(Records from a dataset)

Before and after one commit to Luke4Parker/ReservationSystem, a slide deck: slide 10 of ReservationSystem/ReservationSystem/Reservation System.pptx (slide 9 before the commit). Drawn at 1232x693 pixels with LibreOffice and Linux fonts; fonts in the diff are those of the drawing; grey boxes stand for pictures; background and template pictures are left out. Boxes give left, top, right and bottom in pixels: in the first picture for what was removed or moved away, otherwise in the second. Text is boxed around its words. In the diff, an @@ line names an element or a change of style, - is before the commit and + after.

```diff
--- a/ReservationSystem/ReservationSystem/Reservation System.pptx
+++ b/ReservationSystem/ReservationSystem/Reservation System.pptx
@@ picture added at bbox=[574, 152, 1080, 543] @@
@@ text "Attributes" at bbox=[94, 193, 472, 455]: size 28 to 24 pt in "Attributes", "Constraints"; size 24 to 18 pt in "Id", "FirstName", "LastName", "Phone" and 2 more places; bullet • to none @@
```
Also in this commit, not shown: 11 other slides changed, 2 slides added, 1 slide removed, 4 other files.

==

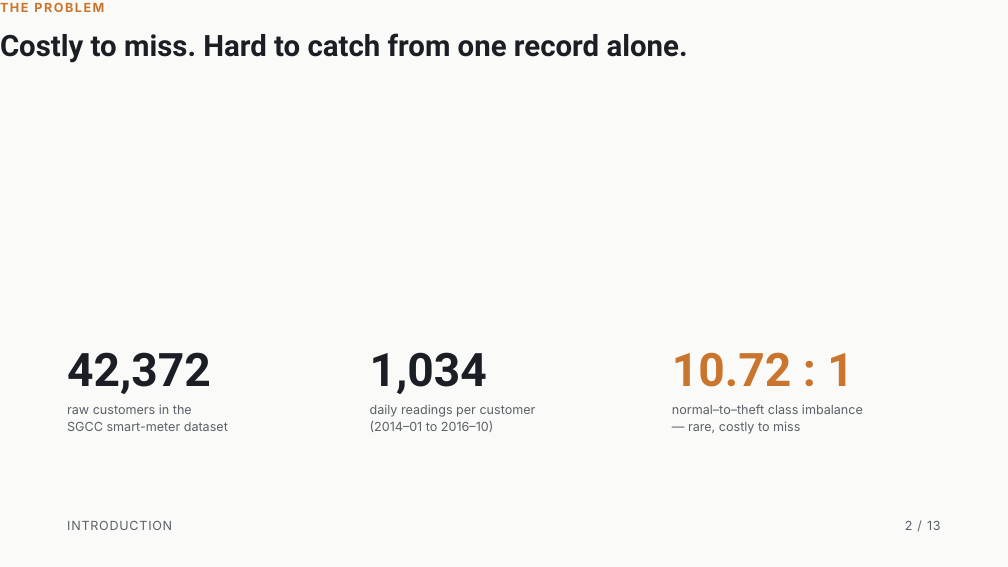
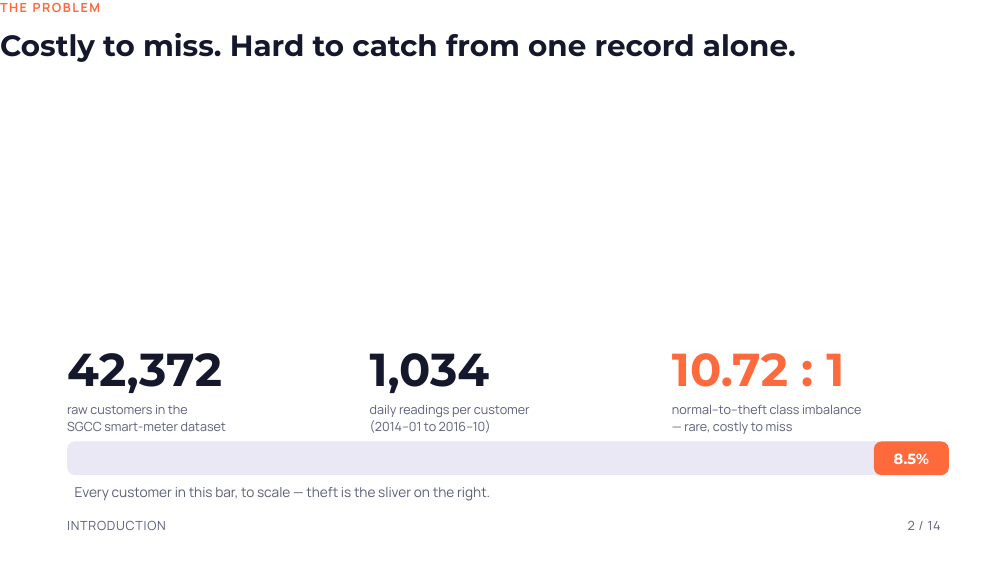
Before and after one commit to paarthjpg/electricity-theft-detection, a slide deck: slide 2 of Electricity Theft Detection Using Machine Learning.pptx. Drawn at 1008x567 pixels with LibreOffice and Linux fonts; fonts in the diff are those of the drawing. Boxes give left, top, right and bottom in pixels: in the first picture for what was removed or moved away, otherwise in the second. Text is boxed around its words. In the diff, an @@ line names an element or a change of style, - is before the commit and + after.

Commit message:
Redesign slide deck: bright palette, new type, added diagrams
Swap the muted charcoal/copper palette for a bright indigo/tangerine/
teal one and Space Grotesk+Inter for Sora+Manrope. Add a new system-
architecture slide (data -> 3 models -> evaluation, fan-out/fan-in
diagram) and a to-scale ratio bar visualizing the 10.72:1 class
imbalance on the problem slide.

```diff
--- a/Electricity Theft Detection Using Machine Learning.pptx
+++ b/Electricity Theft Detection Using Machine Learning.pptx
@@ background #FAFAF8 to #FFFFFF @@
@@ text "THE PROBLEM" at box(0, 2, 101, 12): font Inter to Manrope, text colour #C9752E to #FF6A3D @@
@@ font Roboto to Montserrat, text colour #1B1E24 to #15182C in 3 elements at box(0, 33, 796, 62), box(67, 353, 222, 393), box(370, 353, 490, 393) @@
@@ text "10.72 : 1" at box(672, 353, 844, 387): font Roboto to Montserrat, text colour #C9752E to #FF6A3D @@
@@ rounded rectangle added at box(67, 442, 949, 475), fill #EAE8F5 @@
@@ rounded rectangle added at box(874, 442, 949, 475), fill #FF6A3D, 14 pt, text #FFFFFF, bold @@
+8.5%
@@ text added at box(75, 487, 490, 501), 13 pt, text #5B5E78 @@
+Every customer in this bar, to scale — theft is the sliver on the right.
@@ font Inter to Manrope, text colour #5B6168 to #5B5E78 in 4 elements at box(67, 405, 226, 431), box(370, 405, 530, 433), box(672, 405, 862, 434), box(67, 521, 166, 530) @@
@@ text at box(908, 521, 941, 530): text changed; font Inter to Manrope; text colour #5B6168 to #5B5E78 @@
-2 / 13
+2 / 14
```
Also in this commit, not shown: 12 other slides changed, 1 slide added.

==

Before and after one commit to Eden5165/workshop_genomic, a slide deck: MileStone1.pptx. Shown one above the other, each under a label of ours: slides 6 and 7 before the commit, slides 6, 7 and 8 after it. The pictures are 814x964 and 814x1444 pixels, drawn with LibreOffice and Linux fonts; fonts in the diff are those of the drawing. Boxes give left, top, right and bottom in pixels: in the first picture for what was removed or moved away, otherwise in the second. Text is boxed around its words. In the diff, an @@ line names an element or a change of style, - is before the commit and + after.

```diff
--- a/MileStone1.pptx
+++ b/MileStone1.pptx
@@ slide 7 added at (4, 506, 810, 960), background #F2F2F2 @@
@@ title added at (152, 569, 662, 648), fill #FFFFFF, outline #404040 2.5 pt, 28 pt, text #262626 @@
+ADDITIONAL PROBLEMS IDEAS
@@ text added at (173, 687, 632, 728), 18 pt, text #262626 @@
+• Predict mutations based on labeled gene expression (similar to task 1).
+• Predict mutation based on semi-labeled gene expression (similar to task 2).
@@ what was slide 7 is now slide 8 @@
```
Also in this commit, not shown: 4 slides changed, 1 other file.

** Activity **
Retype the portion of the data above that starts on the line with "Swap the muted" and finishes on the line with "Also in this commit, not shown: 12", including both of those lines.

** Exercise output **
Swap the muted charcoal/copper palette for a bright indigo/tangerine/
teal one and Space Grotesk+Inter for Sora+Manrope. Add a new system-
architecture slide (data -> 3 models -> evaluation, fan-out/fan-in
diagram) and a to-scale ratio bar visualizing the 10.72:1 class
imbalance on the problem slide.

```diff
--- a/Electricity Theft Detection Using Machine Learning.pptx
+++ b/Electricity Theft Detection Using Machine Learning.pptx
@@ background #FAFAF8 to #FFFFFF @@
@@ text "THE PROBLEM" at box(0, 2, 101, 12): font Inter to Manrope, text colour #C9752E to #FF6A3D @@
@@ font Roboto to Montserrat, text colour #1B1E24 to #15182C in 3 elements at box(0, 33, 796, 62), box(67, 353, 222, 393), box(370, 353, 490, 393) @@
@@ text "10.72 : 1" at box(672, 353, 844, 387): font Roboto to Montserrat, text colour #C9752E to #FF6A3D @@
@@ rounded rectangle added at box(67, 442, 949, 475), fill #EAE8F5 @@
@@ rounded rectangle added at box(874, 442, 949, 475), fill #FF6A3D, 14 pt, text #FFFFFF, bold @@
+8.5%
@@ text added at box(75, 487, 490, 501), 13 pt, text #5B5E78 @@
+Every customer in this bar, to scale — theft is the sliver on the right.
@@ font Inter to Manrope, text colour #5B6168 to #5B5E78 in 4 elements at box(67, 405, 226, 431), box(370, 405, 530, 433), box(672, 405, 862, 434), box(67, 521, 166, 530) @@
@@ text at box(908, 521, 941, 530): text changed; font Inter to Manrope; text colour #5B6168 to #5B5E78 @@
-2 / 13
+2 / 14
```
Also in this commit, not shown: 12 other slides changed, 1 slide added.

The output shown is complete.